I've got the Lowrance 522. Great for hard and soft water. It's basically the M68c but with a bigger screen and it takes chips. I got mine for about the same price as an FL-20. You can zoom ANYWHERE in the water column, big enough screen for a good split view, and awesome in the summer too. It's nice to float over structure in your boat, mark it with the GPS, and come back on the hard water with the same unit. 

-G


----------



## cbgale2 (Oct 21, 2008)

Gutz said:


> It's nice to float over structure in your boat, mark it with the GPS, and come back on the hard water with the same unit.
> 
> -G


Try that with a vex.


----------



## flipp1958 (Jan 9, 2009)

how about trolling and following a drop off and move deeper or shallower with every pass cuz your lowrance gps tell you where you are and leaves a trail ,or being fogged in and finding home, or finding your best ice hole on your fav lk after a snow fall,mine puts me right on the hole ..try that with a vex ,I have fished next to 5 guys that had a vex and I caught fish ,they couldnt even tell what wason the screen !!!! mine did ,u use this machine for a yr and you can tell a crappie from a perch . I have had my lms334cIgps for 5 yrs ..awesome machine,,opps / computer on ice


----------



## BowHunter222 (Oct 9, 2008)

Well I don't really care that it can go to soft water because I don't have a boat yet and don't enjoy soft water fishing as much as ice fishing
_Posted via Mobile Device_


----------



## sea nympho (Aug 7, 2006)

BowHunter222 said:


> Well I don't really care that it can go to soft water because I don't have a boat yet and don't enjoy soft water fishing as much as ice fishing
> _Posted via Mobile Device_


Then the vex will work for you just fine.


----------



## cbgale2 (Oct 21, 2008)

sea nympho said:


> Then the vex will work for you just fine.


 
 Yup, I would spend more money on a vex then as well.


----------



## ih772 (Jan 28, 2003)

You guys are misleading him, not cool to have him spend $200 dollars more for vex's top of the line unit that does less than a X67c.

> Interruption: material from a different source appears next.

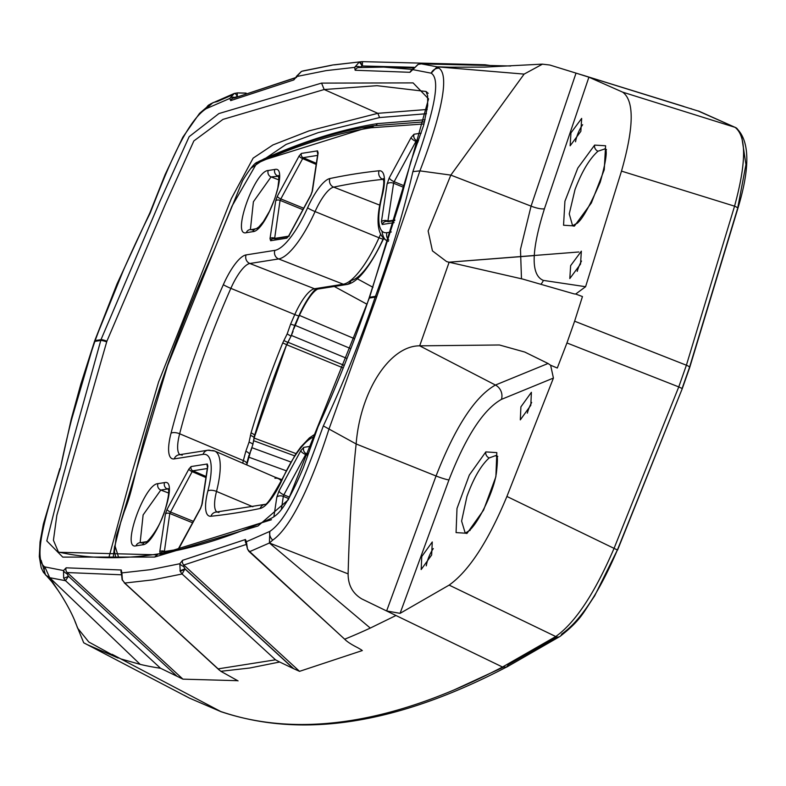 <?xml version="1.0" encoding="UTF-8"?>
<svg xmlns="http://www.w3.org/2000/svg" width="786" height="786" viewBox="0 0 786 786"><rect width="100%" height="100%" fill="white"/><g stroke="black" fill="none" stroke-linecap="round" stroke-linejoin="round"><path stroke-width="1.18" d="M246.313 232.695C231.261 236.832 254.526 170.857 268.213 170.503L274.805 169.462C289.857 165.325 266.582 231.3 252.905 231.654L246.313 232.695A4.922 4.628 -99 0 1 249.889 229.63L249.889 229.63A4.922 4.628 -99 0 1 252.385 229.964L254.222 229.679M164.529 482.604C179.562 478.428 156.365 544.384 142.63 544.796L136.037 545.838C121.005 550.013 144.202 484.048 157.937 483.645L164.529 482.604A4.922 4.628 81 0 0 167.389 489.01L160.796 490.051L143.121 514.918L140.134 542.684M118.686 557.608L114.943 545.671L120.946 521.442L167.516 365.736L231.949 206.217L256.491 163.714L257.798 162.987C297.53 145.174 335.258 133.433 370.982 127.774L374.215 125.701L424.597 121.84L374.215 125.701M424.027 123.952L370.982 127.774M176.978 550.426A3.301 3.105 -99 0 1 178.402 549.375M177.813 550.239L178.746 548.775A3.301 1.071 -151.6 0 1 178.766 548.402A3.301 1.071 -151.6 0 1 179.061 548.186M160.491 553.55A3.301 3.105 -99 0 1 162.771 551.792L162.771 551.792A3.301 3.105 -99 0 1 164.313 551.959L169.786 513.494L192.619 522.798M193.395 521.364L170.326 511.961A3.301 1.071 -151.6 0 1 167.054 509.397L165.433 514.005L159.755 551.772A3.301 2.034 8.6 0 1 164.107 551.271L164.677 551.487M165.433 514.005A3.301 2.034 8.6 0 1 169.786 513.494L192.148 471.639A3.301 1.071 -151.6 0 1 188.876 469.075L167.054 509.397M205.903 477.564L192.148 471.639L192.894 470.804A3.301 3.105 -99 0 1 191.106 466.55L188.876 469.075M207.514 466.864A3.301 3.105 -99 0 1 207.249 464.005L191.106 466.55M207.642 467.572A3.301 2.034 8.6 0 1 207.524 466.786L207.524 466.786A3.301 2.034 8.6 0 1 207.868 466.078L207.249 464.005M201.904 505.172A3.301 2.034 8.6 0 1 201.845 504.563L201.845 504.563A3.301 2.034 8.6 0 1 202.189 503.855L207.868 466.078M178.746 548.775L200.568 508.454A3.301 1.071 -151.6 0 1 200.587 508.09A3.301 1.071 -151.6 0 1 200.862 507.874M317.917 154.439A3.301 2.034 8.6 0 1 317.799 153.653A3.301 2.034 8.6 0 1 318.143 152.946L317.524 150.863L301.382 153.417L299.142 155.942L277.32 196.264A3.301 1.071 28.4 0 0 280.602 198.829L303.671 208.231M277.32 196.264L275.699 200.862A3.301 2.034 8.6 0 1 280.062 200.361L303.17 157.662L316.345 163.341M299.142 155.942A3.301 1.071 28.4 0 0 302.423 158.507L316.178 164.431M301.382 153.417A3.301 3.105 81 0 0 303.17 157.662L317.534 155.402M317.524 150.863A3.301 3.105 81 0 0 317.79 153.732M312.17 192.039A3.301 2.034 8.6 0 1 312.121 191.43L317.858 153.408M311.138 194.741A3.301 1.071 28.4 0 0 310.863 194.948L312.121 191.43A3.301 2.034 8.6 0 1 312.464 190.713L318.143 152.946M289.336 235.053A3.301 1.071 28.4 0 0 289.042 235.269L310.863 194.948A3.301 1.071 28.4 0 0 310.843 195.321L312.464 190.713M289.189 236.105L288.197 236.507L289.042 235.269A3.301 1.071 28.4 0 0 289.022 235.643L310.843 195.321M288.678 236.232A3.301 3.105 81 0 0 286.782 238.168L289.022 235.643M287.774 236.743L274.589 238.826A3.301 3.105 81 0 0 273.047 238.659L273.047 238.659A3.301 3.105 81 0 0 270.639 240.713L286.782 238.168M275.699 200.862L270.02 238.639A3.301 2.034 8.6 0 1 274.383 238.129L274.953 238.355M113.174 557.696L114.599 546.231M250.901 168.243L286.104 144.418L318.222 132.628L379.589 117.566L426.464 113.705M425.128 119.747L377.447 123.628C341.635 129.307 303.818 141.077 263.998 158.929L262.416 159.813A3.301 2.898 56.3 0 1 262.416 159.833M427.191 109.47L377.83 113.322L309.065 130.869L272.909 144.948L253.131 158.143L231.349 198.603L158.605 381.957L132.451 471.03L108.832 557.687M156.237 554.798L59.147 552.283L58.449 552.077L53.428 540.267L56.857 515.233L106.886 341.222L165.335 204.311L193.847 140.94L222.969 119.393L324.176 89.525L321.562 83.11L218.94 113.548L189.161 136.666L160.157 200.843L100.991 339.67L95.165 340.584C111.101 297.236 129.425 254.743 150.155 213.114C165.365 174.413 185.221 122.223 206.187 108.694L212.977 102.622L217.388 101.512L231.408 95.381M534.225 255.588L448.973 262.2L446.595 261.571L432.447 250.881L428.134 230.966L450.83 175.111L419.911 170.867L376.612 297.088L328.921 429.244C315.5 471.58 293.738 525.588 272.752 540.09L269.411 543.008L269.834 531.385C290.535 517.738 309.075 465.017 323.331 425.924C342.951 384.069 360.224 341.144 375.158 297.147L369.332 298.071L288.275 499.827L258.014 525.981L154.655 557.058L62.742 557.107L46.806 540.915L62.684 477.623L100.991 339.67A4.952 0.845 -159.9 0 1 106.886 341.222M95.027 340.986L95.165 340.584A8.253 1.66 19.6 0 0 94.654 340.928L94.428 341.576A8.253 1.1 19.2 0 1 94.88 341.389L95.027 340.986M124.09 268.635L94.418 341.635L71.673 419.233M41.147 560.369L45.578 575.018L49.705 577.69L60.63 594.265C68.687 607.047 74.316 618.297 77.519 628.014L88.798 642.005L117.841 657.902L87.207 644.618L189.455 698.115L220.787 711.605C260.304 724.967 303.593 727.944 350.654 720.546C397.736 713.128 448.354 695.286 502.509 667.029L555.751 636.532C575.293 622.63 594.697 593.322 613.964 548.589L678.76 386.909L566.942 342.961L574.615 321.199L686.394 365.225L734.556 206.168C746.415 162.663 746.582 136.391 735.067 127.342L698.302 111.062L576.03 73.118L588.901 77.185L544.452 208.712C531.11 251.304 530.737 275.198 543.342 280.396L585.59 286.713L575.696 294.043L574.242 293.925L522.621 279.05L449.012 262.2L578.84 251.982L448.413 262.239L534.225 255.558M121.319 574.792L67.213 572.552L182.932 679.153L177.027 676.274L68.431 576.226L65.523 580.697L49.705 577.69L44.822 566.903A8.253 7.87 125.4 0 0 46.502 575.804M87.207 644.618L83.719 642.791L74.955 621.362M118.391 658.01L117.841 657.902M63.656 578.083L63.519 570.557L66.152 567.816A4.294 4.087 98.4 0 0 67.213 572.552L66.967 573.76L68.431 576.226A4.294 0.639 -26.5 0 1 63.656 578.083L65.523 580.697L160.55 668.267A2676.075 782.414 112.4 0 1 140.222 664.386L120.877 658.933L112.103 654.306M184.062 695.197L189.446 698.106M490.268 65.503L485.06 64.757L362.523 61.642L362.336 65.985L359.005 67.576L383.637 67.095L412.503 69.433M577.877 73.688L585.914 76.173M691.641 108.881L690.884 108.655M249.761 668.012L220.827 671.303L218.144 668.866L275.503 659.808L279.649 662.009L249.761 668.012M238.05 680.892L220.827 671.303M182.932 679.153L237.755 680.696M160.55 668.267L177.027 676.274M248.474 550.475L344.671 639.205A2676.075 782.414 -67.6 0 0 370.285 628.073L395.977 615.507L386.624 610.968L436.043 475.992C455.3 426.769 475.098 396.449 495.435 385.042L548.048 363.486L550.622 365.244L553.423 378.066L501.448 399.376C483.459 409.477 465.96 436.309 448.963 479.882L400.084 613.345L386.624 610.968L361.786 598.912C352.659 593.469 348.1 585.128 348.119 573.878C349.387 525.5 352.059 482.191 356.146 443.962C360.204 391.693 389.522 345.673 419.685 345.83L449.13 262.239M361.54 649.934L357.777 647.743C351.381 644.52 347.019 641.671 344.671 639.205L248.857 551.31L247.384 548.844M66.152 567.816L121.26 569.988L121.869 572.896L150.391 569.673L179.827 563.739L180.21 571.373L185.142 569.143L293.345 668.542L299.535 671.342L362.346 650.543M293.345 668.542L279.649 662.009M400.084 613.345L449.13 585.108L555.751 636.532A4.922 4.352 -122 0 0 559.966 636.454L559.966 636.454C581.443 619.761 583.232 612.422 594.57 596.024L617.374 549.994C599.06 592.782 580.5 620.812 561.705 634.076A4.922 4.352 -122 0 1 559.966 636.454L506.459 667.196M449.13 585.108C468.908 571 488.175 541.446 506.911 496.457L617.57 550.072L682.277 388.598L617.374 549.994M506.911 496.457L553.423 378.066M566.942 342.961L557.294 368.025L550.622 365.244M689.322 367.936L737.396 209.174A4.922 1.631 16.2 0 0 737.769 208.752C750.433 167.182 749.824 140.173 735.932 127.715A4.922 4.696 -60.9 0 0 735.067 127.342L622.718 92.168C634.41 100.883 633.997 127.204 621.49 171.112L734.556 206.168A4.922 1.631 16.2 0 1 737.769 208.752L689.666 367.622L682.277 388.598L678.76 386.909L686.394 365.225A4.922 1.336 17.4 0 1 689.666 367.622A4.922 1.336 17.4 0 1 689.322 367.936L682.052 388.608M621.49 171.112L585.59 286.713M574.615 321.199L582.455 296.558L575.696 294.043M622.718 92.168L588.901 77.185M210.314 104.224A8.253 7.192 55.8 0 0 208.821 104.97A8.253 7.192 55.8 0 0 208.811 104.97A8.253 7.192 55.8 0 0 206.187 108.694L229.767 98.456A4.294 2.859 7.5 0 1 234.719 97.395L236.291 96.835M121.594 573.289L121.457 573.692A4.294 2.417 -170.5 0 1 121.869 572.896L122.38 579.901L124.728 583.055L218.144 668.866M180.21 571.373L182.097 573.996L152.965 579.852L124.728 583.055L122.518 580.196M122.645 580.461L122.38 579.901M122.144 579.872L121.457 573.692A4.294 2.417 -170.5 0 0 121.584 574.566M94.418 341.635A8.253 1.1 19.2 0 1 94.428 341.576L80.83 384.108L71.28 418.958L60.601 467.395C48.545 506.145 31.538 558.62 44.822 566.903L63.519 570.557A4.294 1.66 29 0 0 66.967 573.76M49.705 577.69L140.222 664.386M60.06 469.723L59.883 468.485L43.387 524.007L40.047 541.967L39.3 556.626L41.167 567.63L43.368 572.257L51.709 581.64L58.233 590.62M60.601 467.395C68.657 427.368 80.084 385.366 94.88 341.389L100.716 340.466A4.952 0.825 18.6 0 1 106.65 341.9M121.26 569.988A4.294 4.068 86.5 0 0 121.496 573.515M237.303 96.707L237.284 92.945L234.336 93.416L210.795 103.762M237.215 96.501A4.294 1.582 69.2 0 0 234.356 93.406A4.294 1.582 69.2 0 0 234.336 93.416L229.767 98.456L230.681 100.608A4.294 3.94 -112 0 1 232.853 98.24L232.853 98.24A4.294 3.94 -112 0 1 234.336 97.985L295.615 77.765M234.159 93.485L237.284 92.945M230.681 100.608L293.836 79.926A4.294 4.009 -103.9 0 1 296.096 77.529M293.836 79.926L296.666 76.527A4.294 1.13 -152.1 0 1 296.656 76.134L296.656 76.134A4.294 1.13 -152.1 0 1 296.951 75.937M510.713 65.995L421.316 63.872L418.181 64.393L409.978 72.302L355.154 70.249L354.624 67.38L326.141 70.612L296.666 76.527L301.431 71.467A4.294 1.395 -114.6 0 0 301.333 71.497A4.294 1.395 -114.6 0 0 301.244 71.555M331.319 65.346L301.971 71.241A4.294 1.425 -110.5 0 0 301.912 71.261L301.912 71.261A4.294 1.425 -110.5 0 0 301.844 71.29M301.431 71.467L301.971 71.241M150.411 212.554L150.155 213.114M245.969 93.151L238.816 92.984M361.02 61.75L334.315 64.865M321.562 83.11L413.092 82.894L428.547 98.879L411.176 161.218L369.607 297.265L375.443 296.342C391.281 253.013 403.758 211.444 412.876 171.633C425.894 133.286 444.208 81.341 431.19 73.177L437.095 66.83L438.952 68.156C451.871 76.527 435.808 129.936 419.911 170.867L412.876 171.633M359.674 66.8A4.294 2.446 11 0 0 354.624 67.38L358.986 62.379L362.523 61.642L485.06 64.757M348.119 573.878L269.411 543.008L249.663 551.634L247.502 549.06L246.421 541.692L245.448 539.51L182.578 560.31L179.827 563.739A4.294 1.159 26.6 0 0 183.678 566.559L183.816 565.026L245.91 544.56M376.612 297.088A8.253 1.601 -161.9 0 0 375.158 297.147L375.443 296.342A8.253 1.169 -159.3 0 1 376.828 296.469M154.655 557.058L158.281 553.904C192.295 548.54 228.205 537.486 266.032 520.735C274.825 516.284 282.253 517.404 303.455 467.415L318.025 426.827C332.586 395.505 354.348 342.352 369.037 298.218A4.952 0.796 -161.3 0 1 369.332 298.071L369.607 297.265A4.952 0.855 20.1 0 0 369.322 297.422A4.952 0.855 20.1 0 0 369.44 297.737M179.945 570.813L184.995 568.848L182.097 573.996L275.503 659.808M372.574 125.966L260.893 160.963A3.301 3.016 -113.9 0 0 257.798 162.987M58.449 552.077L66.397 553.678C95.067 558.964 125.701 559.033 158.281 553.904L160.56 554.15L271.465 519.733M323.331 425.924L356.146 443.962L436.043 475.992A11.554 1.15 20.1 0 0 448.963 479.882M501.448 399.376A11.554 10.621 67.7 0 0 495.435 385.042L419.685 345.84L499.424 344.985L524.783 352.059L548.048 363.486M521.482 278.784L520.479 249.359L531.071 206.129L576.03 73.118L549.807 65.022L542.458 64.167L524.124 74.1L450.83 175.111L531.071 206.129A11.554 2.722 18.7 0 0 544.452 208.712M247.502 549.06L245.969 542.753A4.294 2.83 -174.1 0 1 246.421 541.692L269.834 531.385A8.253 7.212 55.2 0 0 272.752 540.09M530.805 405.301L520.312 419.871L520.902 406.863L531.395 392.302L530.805 405.301M431.661 554.985L421.168 569.545L421.768 556.537L432.261 541.976L431.661 554.985M467.071 533.291L456.067 532.594L457 508.463L469.321 475.058L485.817 451.901L496.831 452.618L495.878 476.729L483.567 510.143L467.071 533.291A4.922 4.146 50.7 0 1 468.328 531.238C477.75 524.684 494.178 490.877 496.428 472.641C498.982 449.631 495.593 458.415 496.192 455.408L489.187 457.933C480.885 465.469 473.467 478.34 466.913 496.555L461.598 521.079L465.243 533.173L466.855 533.468M527.337 413.131A14.855 4.343 112.4 0 1 528.33 409.928A14.855 4.343 112.4 0 1 531.68 402.461M426.287 565.832A14.855 4.343 112.4 0 1 428.036 559.121A14.855 4.343 112.4 0 1 433.312 548.579M497.784 456.489L496.388 455.526M570.96 132.883L581.669 118.411L580.854 131.321L570.135 145.793L570.96 132.883M570.636 265.648L581.355 251.176L580.53 264.086L569.811 278.558L570.636 265.648M574.527 225.926L563.552 225.228L564.918 201.285L577.789 168.106L594.638 145.096L605.603 145.774L604.247 169.737L591.386 202.916L574.527 225.926A4.922 4.136 51.2 0 1 575.784 223.922L572.395 225.818L574.222 226.162M575.539 141.775A14.855 4.343 112.4 0 1 577.229 135.467A14.855 4.343 112.4 0 1 582.652 124.709M577.209 271.376A14.855 4.343 112.4 0 1 578.064 268.704A14.855 4.343 112.4 0 1 581.512 261.05M606.497 149.684L605.21 148.809L597.989 151.207C589.559 158.703 581.905 171.486 575.018 189.554L569.251 213.89L572.64 225.877M510.674 65.995L421.424 63.872L437.095 66.83L524.124 74.1M438.952 68.156A8.253 7.88 125.7 0 0 431.19 73.177L412.67 69.59A4.294 1.631 -149.7 0 1 412.748 69.03L412.748 69.03A4.294 1.631 -149.7 0 1 413.151 68.716M308.25 453.414L306.412 453.709A4.922 4.628 -99 0 1 303.75 447.372L310.666 446.281M307.591 455.379L305.666 454.544A4.922 1.601 -151.6 0 1 300.783 450.732L303.75 447.372M307.935 454.357L306.412 453.709L305.666 454.544L283.864 494.846A4.922 1.601 -151.6 0 1 278.981 491.024L300.783 450.732M273.862 516.824L276.829 497.125A4.922 3.026 8.6 0 1 283.324 496.379L281.398 509.171M414.026 134.239A4.922 4.628 81 0 0 416.688 140.566L415.941 141.411A4.922 1.601 -151.6 0 1 411.058 137.589L414.026 134.239L421.188 133.109M417.897 142.256L415.941 141.411L394.14 181.704A4.922 1.601 -151.6 0 1 389.247 177.882L411.058 137.589M404.25 185.83L394.14 181.704L393.599 183.236A4.922 3.026 -171.4 0 0 387.095 183.993L389.247 177.882M403.847 187.422L393.599 183.236L387.92 220.984A4.922 3.026 -171.4 0 0 381.426 221.74L387.095 183.993M388.117 221.062L388.127 221.681A4.922 4.628 81 0 0 385.828 221.426L385.828 221.426A4.922 4.628 81 0 0 382.242 224.491L381.426 221.74M293.758 668.758L184.995 568.848L183.678 566.559M359.536 62.153A4.294 1.425 69.5 0 1 362.336 65.985L413.976 67.291M358.986 62.379A4.294 1.395 65.4 0 1 362.041 66.103L413.868 67.419M299.535 671.342L183.816 565.026A4.294 4.018 76 0 1 182.578 560.31M245.998 542.546L245.969 542.753A4.294 2.83 -174.1 0 0 246.205 543.932M269.411 543.008L370.285 628.073M245.448 539.51A4.294 3.95 67.8 0 0 245.93 543.155M355.154 70.249A4.294 4.068 -93.6 0 1 358.662 67.576L358.662 67.576A4.294 4.068 -93.6 0 1 359.005 67.576L383.637 67.095L413.534 67.842M409.978 72.302A4.294 4.097 -81.7 0 1 412.512 69.846M437.095 66.83L450.378 67.223M428.213 93.347L426.041 91.49L376.985 85.684L324.176 89.525L377.83 113.322L379.589 117.566M741.866 137.707L745.943 164.569L737.671 208.202M557.038 636.974L508.562 664.514L506.489 667.078C397.343 724.073 302.335 738.968 221.456 711.752L221.456 711.752M503.168 667.304L454.121 689.912M249.476 454.239L252.866 444.591L254.271 436.574A6.602 2.093 16.5 0 0 254.762 436.043L286.635 344.671L291.046 336.182L294.652 325.63M250.921 450.918L251.942 447.696M287.873 342.46L289.376 339.483M290.948 336.379L293.04 331.437M242.727 463.18A35.026 10.238 112.4 0 1 243.355 460.596A299.142 87.462 112.4 0 1 245.831 451.282L249.024 442.253L251.058 432.88A299.142 87.462 112.4 0 1 282.724 342.961L287.175 333.912L290.604 324.137L294.691 325.433A305.744 89.388 -67.6 0 1 298.837 315.943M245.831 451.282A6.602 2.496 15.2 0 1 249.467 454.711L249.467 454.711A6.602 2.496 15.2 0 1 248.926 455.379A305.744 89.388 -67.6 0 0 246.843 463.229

With the Vex you're stuck with one or two different zoom settings. If you want to do anything else with it, too bad because that's all you get. You can't zoom in to that suspended school of fish because the vex doesn't support doing that. 

Do you want to zoom into the bottom 18 inches of water for those really tight to the bottom fish, sorry the vex can't do that. 

Fishing in weeds and can't tell the weeds, fish and lure apart, sorry you're stuck trying to figure out what is moving and how its moving with the vex. Put the X67c in graph mode and it becomes much easier to see what's moving and how its moving without having to stare at the screen constantly to tell what's going on like you have to with a vex.

Do you like spending time and money cleaning and replacing moving parts? Then buy a vexilar. 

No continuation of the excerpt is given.